Every line below that holds the word "Also" must be listed.

[Excerpts from a dataset]
========

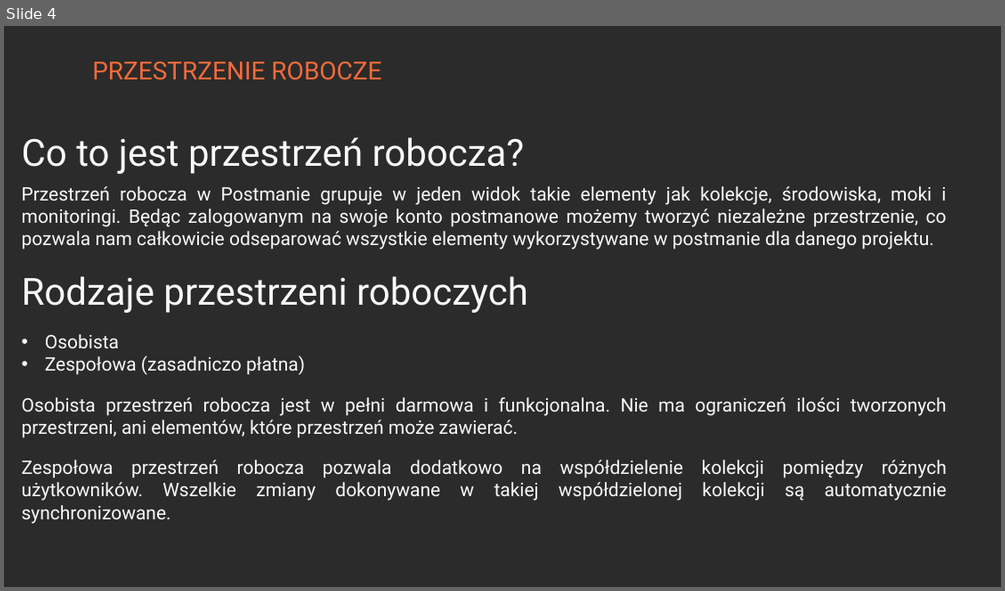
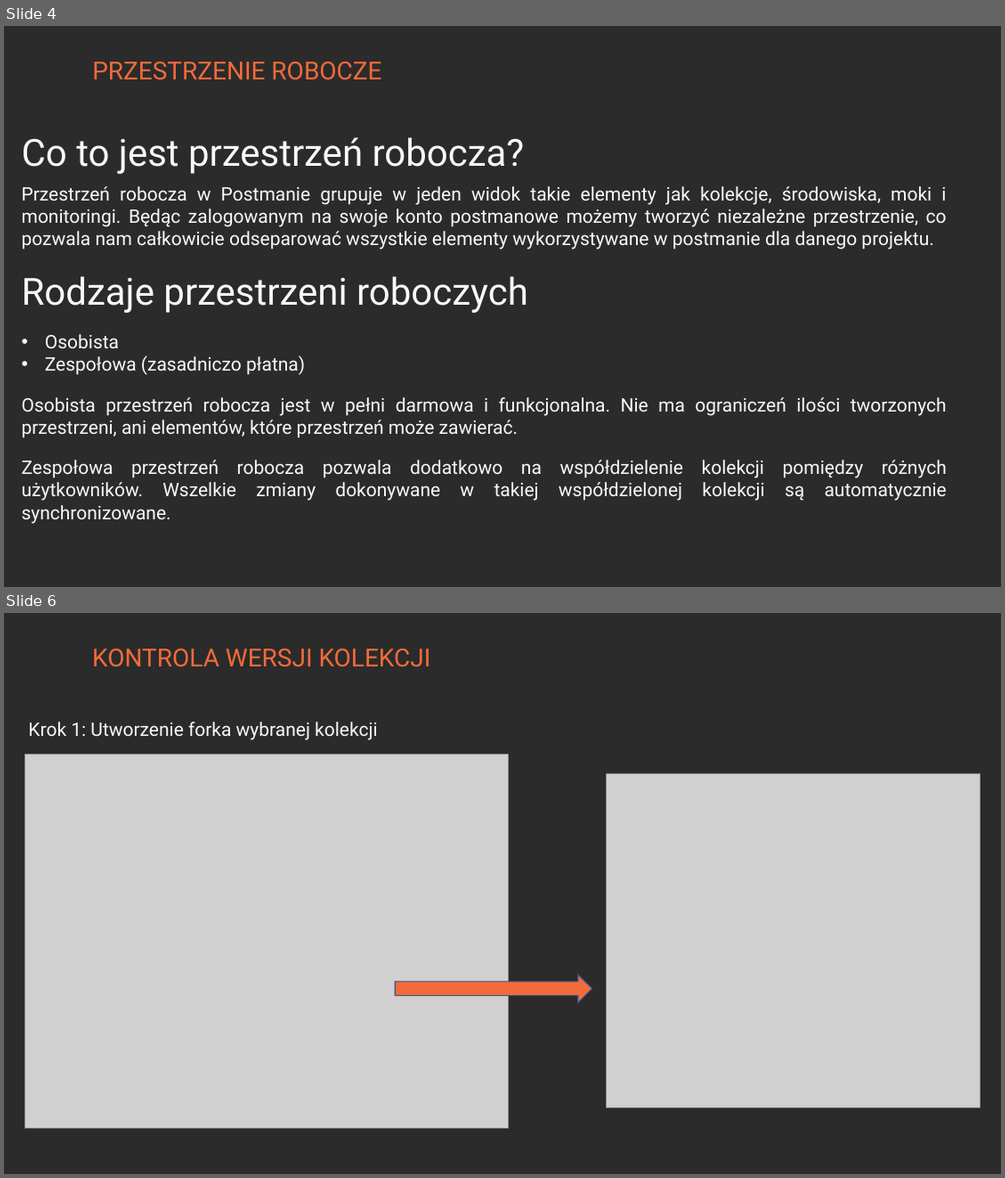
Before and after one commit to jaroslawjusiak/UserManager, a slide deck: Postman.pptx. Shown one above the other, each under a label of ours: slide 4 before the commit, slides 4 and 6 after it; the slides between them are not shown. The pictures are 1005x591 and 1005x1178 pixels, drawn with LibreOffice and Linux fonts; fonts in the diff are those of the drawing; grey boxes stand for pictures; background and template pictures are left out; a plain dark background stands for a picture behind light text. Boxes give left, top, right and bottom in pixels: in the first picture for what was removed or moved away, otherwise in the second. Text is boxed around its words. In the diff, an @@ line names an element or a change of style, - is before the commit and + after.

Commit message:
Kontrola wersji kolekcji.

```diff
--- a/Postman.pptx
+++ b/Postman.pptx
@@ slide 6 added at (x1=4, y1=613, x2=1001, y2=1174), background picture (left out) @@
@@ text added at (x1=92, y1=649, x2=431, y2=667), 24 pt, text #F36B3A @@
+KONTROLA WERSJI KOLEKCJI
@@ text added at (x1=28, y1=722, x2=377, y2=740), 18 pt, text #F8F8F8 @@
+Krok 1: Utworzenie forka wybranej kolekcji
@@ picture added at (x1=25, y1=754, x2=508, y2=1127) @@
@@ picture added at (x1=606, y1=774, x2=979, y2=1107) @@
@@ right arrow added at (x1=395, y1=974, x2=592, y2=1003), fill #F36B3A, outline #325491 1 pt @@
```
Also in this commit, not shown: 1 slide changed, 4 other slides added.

========

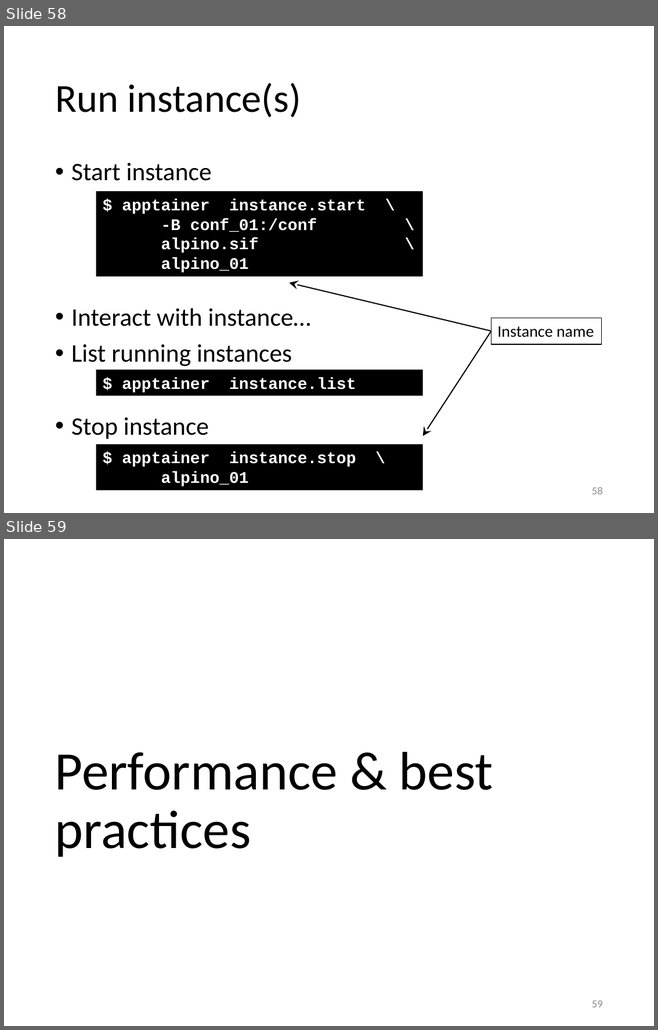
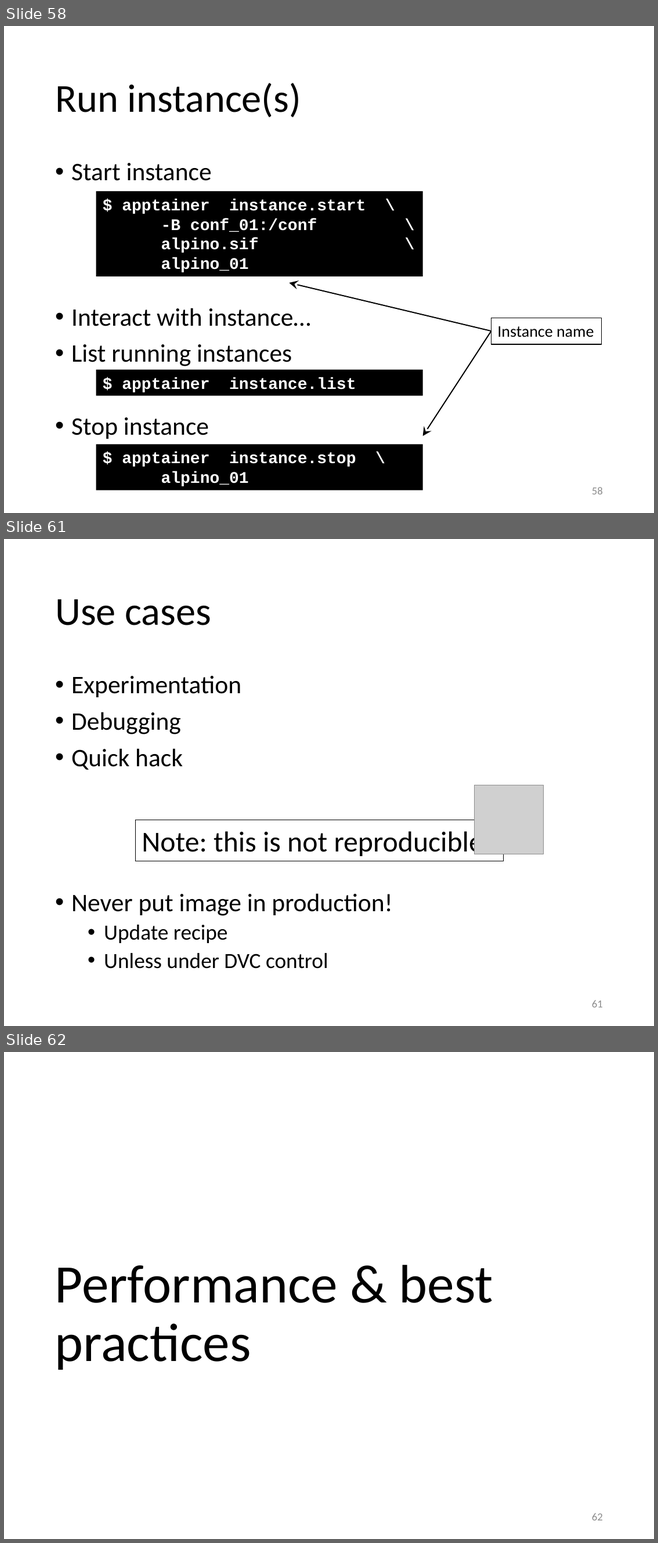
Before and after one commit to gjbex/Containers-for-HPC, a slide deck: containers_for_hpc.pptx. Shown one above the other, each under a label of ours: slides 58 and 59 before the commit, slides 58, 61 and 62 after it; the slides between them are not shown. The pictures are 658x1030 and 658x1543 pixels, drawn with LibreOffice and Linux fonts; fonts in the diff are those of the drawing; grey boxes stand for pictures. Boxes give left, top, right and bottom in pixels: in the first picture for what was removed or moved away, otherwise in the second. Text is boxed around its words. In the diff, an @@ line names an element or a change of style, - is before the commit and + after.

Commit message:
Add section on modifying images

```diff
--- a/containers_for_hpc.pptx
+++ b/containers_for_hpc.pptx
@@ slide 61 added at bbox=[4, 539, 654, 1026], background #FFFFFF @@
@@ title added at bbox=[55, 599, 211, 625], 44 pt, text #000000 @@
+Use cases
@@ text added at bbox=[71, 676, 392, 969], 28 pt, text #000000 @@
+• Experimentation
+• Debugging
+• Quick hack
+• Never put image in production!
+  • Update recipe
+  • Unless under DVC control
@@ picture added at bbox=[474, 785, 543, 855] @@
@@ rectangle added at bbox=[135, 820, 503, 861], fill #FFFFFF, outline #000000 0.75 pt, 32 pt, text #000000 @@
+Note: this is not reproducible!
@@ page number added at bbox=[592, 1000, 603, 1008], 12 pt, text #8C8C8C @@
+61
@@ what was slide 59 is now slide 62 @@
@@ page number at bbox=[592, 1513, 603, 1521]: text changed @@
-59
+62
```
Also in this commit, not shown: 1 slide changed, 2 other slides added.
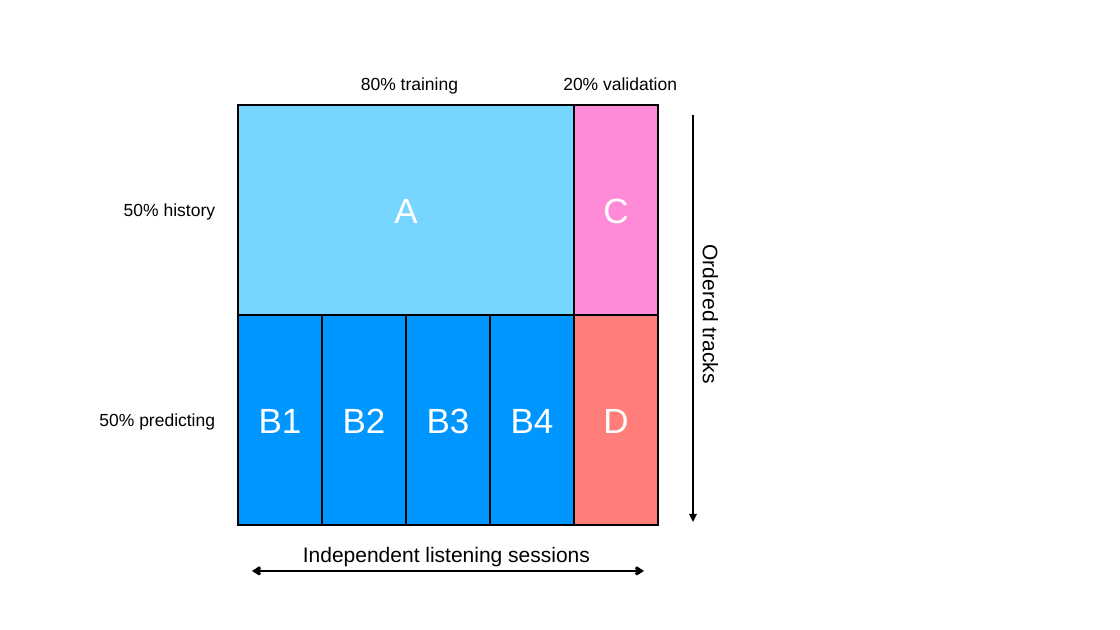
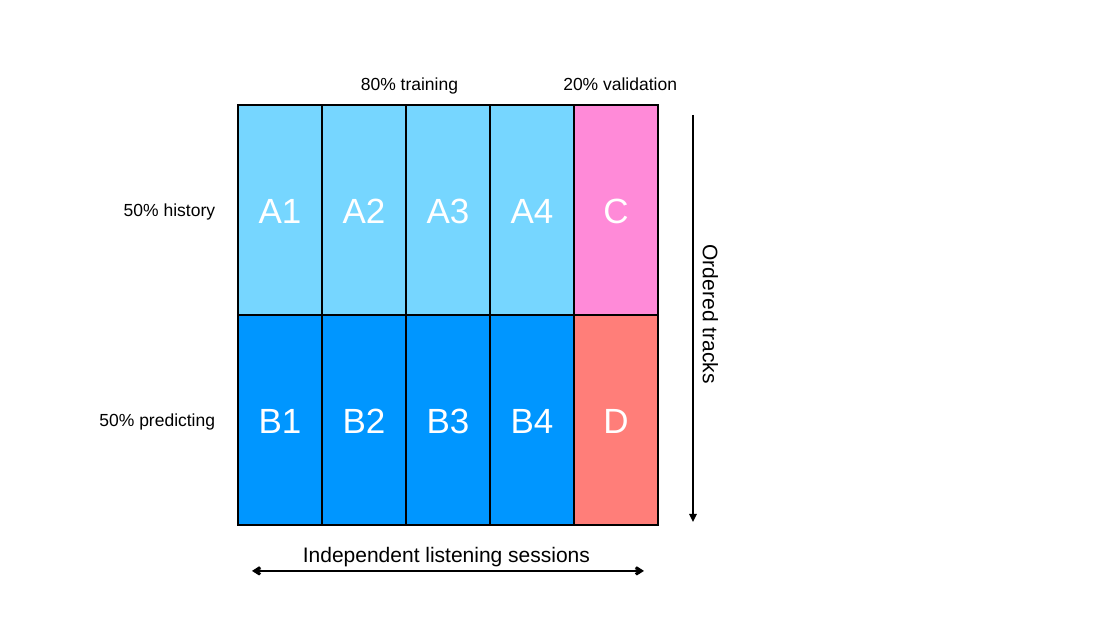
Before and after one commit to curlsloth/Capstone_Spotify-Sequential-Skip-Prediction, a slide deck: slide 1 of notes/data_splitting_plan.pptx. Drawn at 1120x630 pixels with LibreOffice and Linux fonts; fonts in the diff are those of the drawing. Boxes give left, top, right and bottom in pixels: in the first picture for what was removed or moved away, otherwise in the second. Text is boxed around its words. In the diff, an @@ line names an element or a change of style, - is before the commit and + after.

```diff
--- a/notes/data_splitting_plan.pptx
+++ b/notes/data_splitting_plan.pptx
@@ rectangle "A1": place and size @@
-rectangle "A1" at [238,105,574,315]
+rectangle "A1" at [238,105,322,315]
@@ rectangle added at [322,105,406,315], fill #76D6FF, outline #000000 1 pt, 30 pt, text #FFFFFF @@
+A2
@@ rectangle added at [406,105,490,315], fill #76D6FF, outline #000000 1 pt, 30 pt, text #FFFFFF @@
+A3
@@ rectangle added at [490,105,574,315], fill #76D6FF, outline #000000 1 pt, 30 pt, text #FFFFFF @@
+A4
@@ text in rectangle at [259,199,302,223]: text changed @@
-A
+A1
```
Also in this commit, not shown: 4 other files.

========

Solution -
Also in this commit, not shown: 1 slide changed, 4 other slides added.
Also in this commit, not shown: 1 slide changed, 2 other slides added.
Also in this commit, not shown: 4 other files.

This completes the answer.